Bread is also a great nostalgia trigger. Saee’s first memory of bread is of her grandmother’s kitchen, where she made silken, layered poli (the Maharashtrian, triangular, folded chapatti). For many, the fragrance of bread is comforting, “as it should be”, she says.

As we speak, Saee heads to the kitchen of Batlivala & Khanabhoy, the Parsi restaurant in Alwarpet, and checks the batch of pav she’s set for resting. As we speak, it plumps up and takes on a shine from the water she drizzles on top. It goes into the oven, and 15 minutes later, the buttery-sweet aroma of freshly-baked bread fills the air. Saee must have baked hundreds of loaves so far, and trained others to make them too, but there’s a beam on her face as she checks it for springiness. “See the crust.
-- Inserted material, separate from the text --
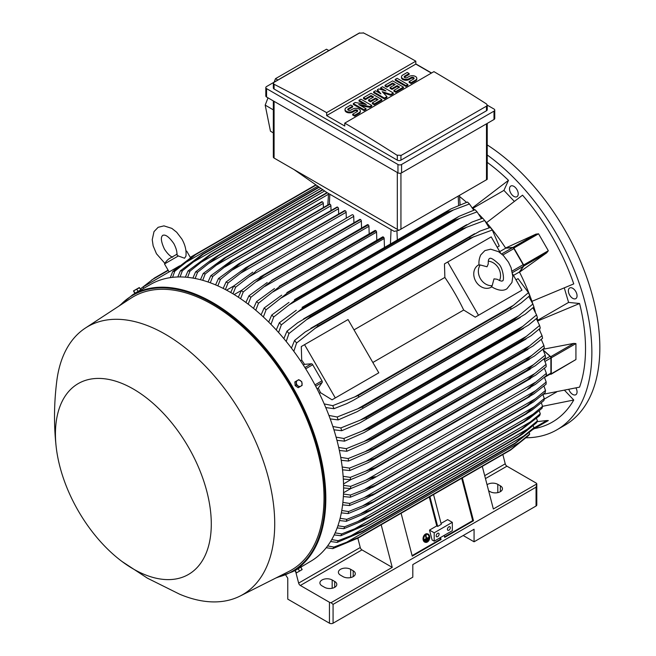 <?xml version="1.0" encoding="UTF-8"?>
<svg xmlns="http://www.w3.org/2000/svg" width="656" height="656" viewBox="0 0 656 656"><rect width="100%" height="100%" fill="white"/><g stroke="black" fill="none" stroke-linecap="round" stroke-linejoin="round"><path stroke-width="0.98" d="M487.031 266.771L488.253 263.901C488.13 260.768 488.548 259.005 489.483 258.612L489.483 258.612C490.45 257.414 493.353 259.054 498.199 263.515C503.16 267.058 504.776 281.883 502.299 280.809L502.299 280.809C502.111 281.531 500.38 281.006 497.1 279.235L494.009 278.857L492.18 285.663A12.817 10.463 -120 0 1 480.397 278.652A12.817 10.463 -120 0 1 480.217 264.95L487.031 266.771M488.277 261.186A12.817 10.463 -120 0 1 498.519 268.189A12.817 10.463 -120 0 1 499.47 280.571M491.869 286.828L491.254 287.18A12.817 10.463 -120 0 1 475.789 281.317A12.817 10.463 -120 0 1 478.437 264.991L479.052 264.639M492.18 285.663L491.442 286.524L493.164 287.689C498.888 290.682 503.472 291.059 506.916 288.796L511.942 282.482L512.828 276.43L511.081 267.664L508.523 262.236L503.423 255.569L498.56 251.699L490.68 249.19L484.874 250.617L480.733 254.93C478.019 261.022 479.2 265.229 479.101 265.155L480.217 264.95M447.72 262.006L478.478 315.274L475.223 317.16L463.694 310.034A145.066 83.755 -120 0 0 444.875 277.431L444.465 263.884L491.213 236.898L500.536 253.036M512.656 274.028L521.971 290.165L478.478 315.274M463.694 310.034L372.838 362.489M354.01 329.886L444.875 277.431M375.544 374.707L332.051 399.816L320.53 392.69A145.066 83.755 -120 0 0 318.267 388.114L322.162 382.44A1.542 0.886 -120 0 0 321.989 380.824L312.715 364.752A1.542 0.886 -120 0 0 311.403 363.793L304.532 364.334A145.066 83.755 -120 0 0 301.703 360.087L301.293 346.548L304.548 344.662L335.306 397.938L332.051 399.816M304.548 344.662L348.049 319.554L378.799 372.821L335.306 397.938M518.716 292.043L475.223 317.16M513.459 275.422L519.429 271.978L523.324 266.295A1.542 0.886 -120 0 0 523.152 264.68L512.115 271.059M499.724 251.633L505.694 248.189L512.566 247.656A1.542 0.886 -120 0 1 513.878 248.616L523.152 264.68M519.429 271.978A145.066 83.755 60 0 1 519.519 272.15L523.783 266.033A1.025 0.59 60 0 0 523.668 264.958L513.894 248.025A1.025 0.59 60 0 0 513.025 247.386L505.587 248.025A145.066 83.755 60 0 1 505.694 248.189M523.783 266.033L546.858 252.716L519.519 272.15A145.066 83.755 60 0 1 531.95 301.334L573.754 283.9A160.187 92.48 -120 0 0 522.537 195.185L486.539 222.671A145.066 83.755 60 0 1 505.587 248.025L536.091 234.069L513.025 247.386M535.829 234.2L538.551 233.79L548.326 250.723L546.62 252.88M514.279 201.326L503.923 190.396L472.943 208.28M472.353 207.706A145.066 83.755 60 0 1 472.476 207.821L508.474 180.343A160.187 92.48 -120 0 0 487.236 162.36M503.923 190.396L508.474 180.343M459.577 196.521A145.066 83.755 60 0 1 466.531 202.36M543.225 394.272L579.576 387.138A160.187 92.48 -120 0 0 579.576 303.498L568.596 302.416L537.617 320.3M568.596 302.416L564.308 287.976M579.576 303.498L537.781 320.932A145.066 83.755 60 0 1 537.813 321.096M568.875 389.541A6.15 3.551 -120 0 0 575.788 394.732A6.15 3.551 -120 0 0 576.731 393.649A6.15 3.551 -120 0 0 575.976 387.975M515.534 187.698A6.15 3.551 -120 0 0 510.794 186.05A6.15 3.551 -120 0 0 512.205 195.062A6.15 3.551 -120 0 0 516.944 196.71A6.15 3.551 -120 0 0 515.534 187.698M526.161 437.773A169.158 97.662 -120 0 0 556.829 429.852A169.158 97.662 -120 0 0 591.868 352.411A169.158 97.662 -120 0 0 487.236 154.98M534.427 428.581L534.607 428.548A160.187 92.48 -120 0 0 573.754 400.012L564.66 390.418M576.731 293.708A6.15 3.551 -120 0 0 569.638 287.984A6.15 3.551 -120 0 0 568.695 292.912A6.15 3.551 -120 0 0 575.788 298.636A6.15 3.551 -120 0 0 576.731 293.708M556.829 429.852L564.808 425.244A169.158 97.662 -120 0 0 599.838 347.811A169.158 97.662 -120 0 0 487.236 144.919M556.6 391.985L544.185 399.151M573.754 400.012L542.569 406.31L541.331 402.776M502.84 454.526L505.235 463.808A2.567 1.476 -120 0 0 506.949 466.195L536.05 482.996A2.567 1.476 180 0 1 536.788 483.923L493.361 508.99L482.291 466.391M536.788 483.923L536.797 504.964A2.567 1.476 0 0 1 536.05 506.014L474.067 541.799L463.193 535.517M487.064 484.743A7.175 4.141 180 0 1 497.806 484.358L500.348 485.817A7.175 4.141 180 0 1 502.447 488.753A7.175 4.141 180 0 1 498.019 492.574A7.175 4.141 180 0 1 490.196 491.68L488.63 490.778M285.737 575.066L287.763 578.207L287.763 599.133L329.451 623.2A2.567 1.476 0 0 0 333.076 623.2L412.813 577.165L412.813 564.603L474.067 529.244L474.067 541.799M536.797 484.399L536.05 487.178L333.076 604.365L331.05 602.7A2.567 1.476 180 0 1 329.451 602.274L300.35 585.472A2.567 1.476 -120 0 1 298.636 583.094L295.913 572.524M381.169 524.775L392.239 567.374L331.05 602.7M392.239 567.374L361.964 549.9A2.567 1.476 60 0 1 360.259 547.514L357.856 538.207M334.699 581.454A7.175 4.141 180 0 1 336.807 584.381A7.175 4.141 180 0 1 332.379 588.211A7.175 4.141 180 0 1 324.556 587.309L322.014 585.849A7.175 4.141 180 0 1 319.915 582.913A7.175 4.141 180 0 1 324.343 579.092A7.175 4.141 180 0 1 332.166 579.986L334.699 581.454L334.699 587.309M353.19 570.777A7.175 4.141 180 0 1 355.29 573.713A7.175 4.141 180 0 1 350.862 577.534A7.175 4.141 180 0 1 343.039 576.64L340.505 575.173A7.175 4.141 180 0 1 338.398 572.245A7.175 4.141 180 0 1 342.834 568.416A7.175 4.141 180 0 1 350.648 569.318L353.19 570.777L353.19 576.64M295.323 570.4L310.46 561.438A159.925 92.332 -120 0 0 334.978 433.28A159.925 92.332 -120 0 0 230.494 292.355A159.925 92.332 -120 0 0 150.536 284.433L132.774 294.683A159.925 92.332 -120 0 1 212.741 302.605A159.925 92.332 -120 0 1 317.217 443.538A159.925 92.332 -120 0 1 292.699 571.688L275.914 577.985M139.293 290.92L136.399 292.592M122.016 561.495L147.444 578.19L179.531 594.156A154.8 89.372 -120 0 0 240.088 596.05L288.697 571.54A157.875 91.151 -120 0 0 316.2 445.957A157.875 91.151 -120 0 0 212.372 304.491A157.875 91.151 -120 0 0 130.905 298.234L85.37 328.066A154.8 89.372 -120 0 0 56.728 381.464C53.94 404.022 53.784 426.064 56.26 447.597A110.208 63.632 -120 0 0 122.016 561.495A110.208 63.632 -120 0 0 133.357 568.998A110.208 63.632 -120 0 0 211.289 524.005A110.208 63.632 -120 0 0 133.357 389.033A110.208 63.632 -120 0 0 56.26 447.597M240.088 596.05A154.8 89.372 -120 0 0 267.058 472.919A154.8 89.372 -120 0 0 165.255 334.207A154.8 89.372 -120 0 0 85.37 328.066M139.925 290.559L140.392 290.288M133.504 290.903L134.726 293.339L140.778 289.845L139.277 287.574L133.504 290.903L139.564 287.746M135.029 293.158L133.824 291.067M138.055 291.412L136.85 289.321M353.928 222.827L353.732 216.39A1.279 0.738 -120 0 0 352.83 214.824A1.279 0.738 -120 0 0 352.182 214.758L256.414 270.485C255.225 272.06 252.642 274.249 248.673 277.045L235.652 287.172L233.003 293.831M353.732 216.39L248.673 277.045M230.748 292.494L233.684 286.032L252.798 272.142M233.684 286.032A164.025 94.702 60 0 1 234.668 286.598A164.025 94.702 60 0 1 235.652 287.172M234.167 294.544L241.892 290.165M238.325 297.184L241.293 290.649L254.044 280.924L264.024 275.159A168.387 97.219 60 0 1 264.138 275.241L243.261 291.928L240.588 298.701M361.554 228.058L361.341 221.064A1.279 0.738 -120 0 0 360.554 219.571A168.387 97.219 -120 0 0 360.439 219.498A1.279 0.738 -120 0 0 359.8 219.432L259.997 277.053M360.439 219.498L264.024 275.159M360.554 219.571L264.138 275.241M241.293 290.649A164.025 94.702 60 0 1 243.261 291.928M361.341 221.064L256.758 281.449M226.541 290.149L233.741 285.991M346.294 218.161L346.122 212.282L240.629 273.183L228.034 282.99L225.418 289.558M346.122 212.282A1.279 0.738 -120 0 0 345.212 210.707L248.804 266.369L240.629 273.183M345.212 210.707A168.387 97.219 -120 0 0 345.097 210.65A1.279 0.738 -120 0 0 344.572 210.642L245.623 267.779L345.097 210.65M223.171 288.394L226.066 282.006L245.623 267.779M226.066 282.006A164.025 94.702 60 0 1 228.034 282.99M337.373 207.066A1.279 0.738 -120 0 0 336.963 207.099L238.464 263.966L337.373 207.066A168.387 97.219 -120 0 1 337.602 207.165L241.187 262.826L220.424 279.39L217.849 285.868M338.668 214.053L338.512 208.731A1.279 0.738 -120 0 0 337.602 207.165M215.594 284.893L218.456 278.554L238.464 263.966M218.456 278.554A164.025 94.702 60 0 1 220.424 279.39M338.512 208.731L232.618 269.862M331.042 210.519L330.895 205.763A1.279 0.738 -120 0 0 329.993 204.188A168.387 97.219 -120 0 0 329.648 204.073A1.279 0.738 -120 0 0 329.353 204.131A1.279 0.738 -120 0 0 329.156 204.36M208.026 281.982L210.838 275.7L231.338 260.719L329.648 204.073M233.233 259.735A168.387 97.219 60 0 1 233.577 259.858L212.806 276.381L210.273 282.785M329.993 204.188L233.577 259.858M210.838 275.7A164.025 94.702 60 0 1 212.806 276.381M330.895 205.763L224.647 267.107M323.408 207.558L323.285 203.385A1.279 0.738 -120 0 0 322.383 201.818A168.387 97.219 -120 0 0 321.932 201.695A1.279 0.738 -120 0 0 321.735 201.753A1.279 0.738 -120 0 0 321.596 201.884M200.465 279.702L203.221 273.462L224.237 258.046L321.932 201.695M225.516 257.357A168.387 97.219 60 0 1 225.967 257.48L205.197 273.978L202.712 280.317M322.383 201.818L225.967 257.48M203.221 273.462A164.025 94.702 60 0 1 205.197 273.978M323.285 203.385L216.701 264.917M192.905 278.078L195.603 271.871L211.617 259.62L217.8 255.627L326.991 192.585L217.8 255.627A168.387 97.219 60 0 1 218.358 255.725L197.587 272.224L195.152 278.488M327.36 192.79L218.358 255.725M195.603 271.871A164.025 94.702 60 0 1 197.587 272.224M328.5 194.225L208.797 263.335M185.353 277.144L187.985 270.977L210.1 254.577L322.654 189.592M210.1 254.577A168.387 97.219 60 0 1 210.74 254.635L189.978 271.141L187.608 277.349M322.99 189.83L210.74 254.635M187.985 270.977A164.025 94.702 60 0 1 189.978 271.141M324.63 190.978L200.925 262.4M177.817 276.971L180.367 270.83L202.401 254.266L318.931 186.985M202.401 254.266A168.387 97.219 60 0 1 203.13 254.257L182.36 270.789L180.072 276.939M319.251 187.214L203.13 254.257M180.367 270.83A164.025 94.702 60 0 1 182.36 270.789M320.891 188.362L193.085 262.154M170.289 277.636L172.749 271.535L194.717 254.766L315.848 184.828M190.273 257.332L194.709 254.766A168.387 97.219 60 0 1 195.521 254.667L174.75 271.264L172.553 277.349M316.135 185.033L195.521 254.667M172.749 271.535A164.025 94.702 60 0 1 174.75 271.264M317.775 186.181L185.287 262.671M143.853 288.287L143.082 286.959L173.84 269.198L174.389 270.149M179.67 265.836L173.84 269.198M172.643 257.209C170.191 256.389 167.46 253.692 164.443 249.116C158.695 236.775 162.778 235.775 162.754 235.291C163.164 235.553 166.066 232.519 173.881 243.663C176.341 248.567 177.309 252.281 176.792 254.815L178.317 255.963L184.541 258.226L185.927 256.152C186.542 250.584 185.189 244.877 181.876 239.055L176.702 232.249L171.831 228.378L163.951 225.869L158.145 227.304L154.004 231.617L152.233 239.694L153.151 245.844L156.456 253.733L164.845 263.302M178.317 255.963L164.5 263.942L169.117 271.928M185.968 251.1L186.698 251.125L186.009 251.519M398.938 230.297L394.24 231.404L326.639 192.38L294.019 169.568L398.938 230.297L487.236 179.334L487.236 123.41M273.331 100.917L273.331 157.014A2.567 1.476 0 0 0 274.085 158.063L294.019 169.568M277.873 80.016L275.504 78.663L326.491 49.225L328.886 50.561M268.017 97.851L265.188 105.108L270.452 131.175L273.331 132.897M275.504 78.663L274.134 82.172M265.188 105.108L273.331 109.872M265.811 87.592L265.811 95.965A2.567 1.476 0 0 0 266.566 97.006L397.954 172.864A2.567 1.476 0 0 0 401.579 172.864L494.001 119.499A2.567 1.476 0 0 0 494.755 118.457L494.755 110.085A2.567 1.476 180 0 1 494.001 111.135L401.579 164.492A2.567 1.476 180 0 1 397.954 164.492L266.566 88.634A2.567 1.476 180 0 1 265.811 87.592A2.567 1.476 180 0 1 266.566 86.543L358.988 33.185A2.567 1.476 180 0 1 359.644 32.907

Can you feel the softness within?” And, inside that compact kitchen, the air is suffused with the fragrance of nostalgia.

Let’s talk bread

Saee Koranne-Khandekar was in Chennai to launch Crumbs! , do a book reading and a demo of two breads — pav and the Maharashtrian thalipeeth. If Saee, who loves bread in any form, from across the world, were to bake in Tamil Nadu, what ingredients would it feature? “I’d make bread with curry leaves, toasted grated coconut, swirls of pulikaaichal or bite-sized chunks of tamarind, coat it with some sprouted seeraga samba rice and bake it.”